→ **TO DO**: Go to the line in the entries below that holds "43 ...ADLLLLLLLLLLLLLLLLLLLLDA...." and repeat exactly from there through the line that holds "54 .......ADGGGGJJJJGGGGDA........", inclusive.
··· DATASET RECORDS ···
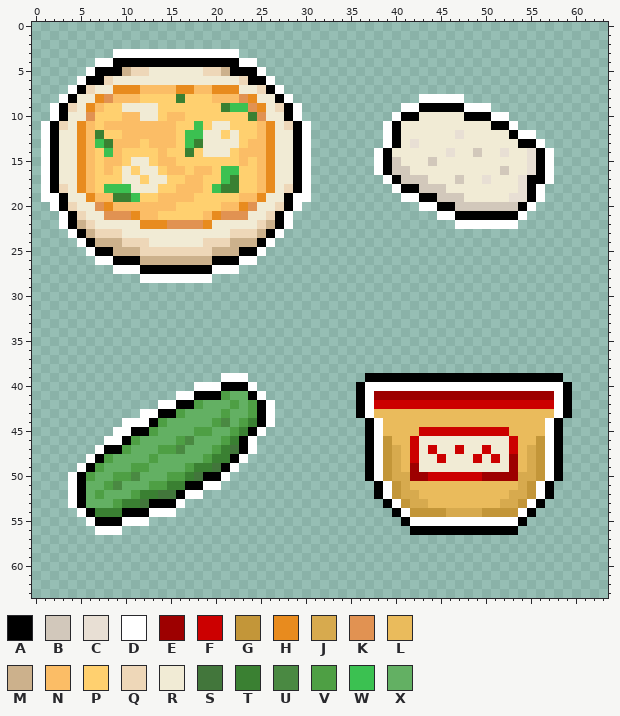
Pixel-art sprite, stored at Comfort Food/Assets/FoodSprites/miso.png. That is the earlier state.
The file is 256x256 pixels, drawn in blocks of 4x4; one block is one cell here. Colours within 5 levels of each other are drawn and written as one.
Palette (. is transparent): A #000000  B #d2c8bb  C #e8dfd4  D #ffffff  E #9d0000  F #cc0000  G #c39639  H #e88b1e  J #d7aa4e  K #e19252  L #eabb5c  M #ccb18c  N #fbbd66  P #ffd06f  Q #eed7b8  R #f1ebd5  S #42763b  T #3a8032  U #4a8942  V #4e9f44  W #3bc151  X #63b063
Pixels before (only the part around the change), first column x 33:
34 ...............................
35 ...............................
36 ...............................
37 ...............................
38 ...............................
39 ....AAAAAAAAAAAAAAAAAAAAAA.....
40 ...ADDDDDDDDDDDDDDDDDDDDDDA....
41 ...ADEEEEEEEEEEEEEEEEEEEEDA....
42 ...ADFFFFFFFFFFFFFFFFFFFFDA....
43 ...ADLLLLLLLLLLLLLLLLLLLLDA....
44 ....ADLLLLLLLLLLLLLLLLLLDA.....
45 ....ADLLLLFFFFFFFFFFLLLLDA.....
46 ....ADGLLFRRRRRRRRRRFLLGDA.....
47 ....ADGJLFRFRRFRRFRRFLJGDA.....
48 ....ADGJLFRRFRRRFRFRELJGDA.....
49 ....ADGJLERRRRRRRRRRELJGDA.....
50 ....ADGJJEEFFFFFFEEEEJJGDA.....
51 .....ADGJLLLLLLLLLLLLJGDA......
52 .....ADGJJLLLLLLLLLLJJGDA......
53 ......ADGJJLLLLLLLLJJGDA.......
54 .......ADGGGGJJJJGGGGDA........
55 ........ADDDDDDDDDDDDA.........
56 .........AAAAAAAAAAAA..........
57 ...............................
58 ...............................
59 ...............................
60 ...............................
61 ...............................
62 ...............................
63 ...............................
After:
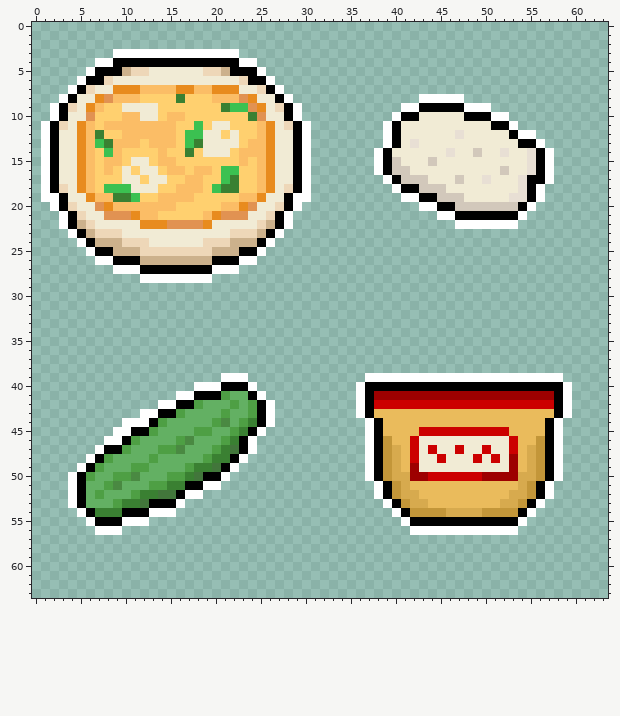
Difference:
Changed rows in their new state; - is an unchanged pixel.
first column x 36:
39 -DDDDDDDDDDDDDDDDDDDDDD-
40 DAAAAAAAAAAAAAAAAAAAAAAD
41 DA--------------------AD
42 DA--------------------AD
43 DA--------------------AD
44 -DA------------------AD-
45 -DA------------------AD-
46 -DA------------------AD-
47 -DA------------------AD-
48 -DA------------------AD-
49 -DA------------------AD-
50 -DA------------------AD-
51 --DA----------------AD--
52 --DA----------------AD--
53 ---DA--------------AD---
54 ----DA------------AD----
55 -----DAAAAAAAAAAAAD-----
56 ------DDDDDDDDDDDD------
···
··· DATASET RECORDS ···
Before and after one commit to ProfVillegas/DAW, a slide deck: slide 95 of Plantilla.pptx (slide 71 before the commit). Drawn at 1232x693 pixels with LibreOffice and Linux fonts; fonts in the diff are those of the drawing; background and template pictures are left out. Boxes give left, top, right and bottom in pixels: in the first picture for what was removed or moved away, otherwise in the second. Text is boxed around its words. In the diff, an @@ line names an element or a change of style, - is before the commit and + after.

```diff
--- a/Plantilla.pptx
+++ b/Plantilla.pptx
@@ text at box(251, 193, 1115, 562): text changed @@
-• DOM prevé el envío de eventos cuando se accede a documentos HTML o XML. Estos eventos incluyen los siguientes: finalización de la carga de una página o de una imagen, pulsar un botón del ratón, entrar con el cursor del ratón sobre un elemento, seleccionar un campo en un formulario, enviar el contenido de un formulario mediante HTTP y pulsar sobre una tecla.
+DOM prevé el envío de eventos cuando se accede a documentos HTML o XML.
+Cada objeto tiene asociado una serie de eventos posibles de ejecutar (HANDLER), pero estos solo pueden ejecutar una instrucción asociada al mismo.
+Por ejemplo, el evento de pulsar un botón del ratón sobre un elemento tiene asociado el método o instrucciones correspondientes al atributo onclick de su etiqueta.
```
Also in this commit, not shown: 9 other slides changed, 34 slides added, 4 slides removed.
···
→ **SOLUTION TO THE EXERCISE**:
43 ...ADLLLLLLLLLLLLLLLLLLLLDA....
44 ....ADLLLLLLLLLLLLLLLLLLDA.....
45 ....ADLLLLFFFFFFFFFFLLLLDA.....
46 ....ADGLLFRRRRRRRRRRFLLGDA.....
47 ....ADGJLFRFRRFRRFRRFLJGDA.....
48 ....ADGJLFRRFRRRFRFRELJGDA.....
49 ....ADGJLERRRRRRRRRRELJGDA.....
50 ....ADGJJEEFFFFFFEEEEJJGDA.....
51 .....ADGJLLLLLLLLLLLLJGDA......
52 .....ADGJJLLLLLLLLLLJJGDA......
53 ......ADGJJLLLLLLLLJJGDA.......
54 .......ADGGGGJJJJGGGGDA........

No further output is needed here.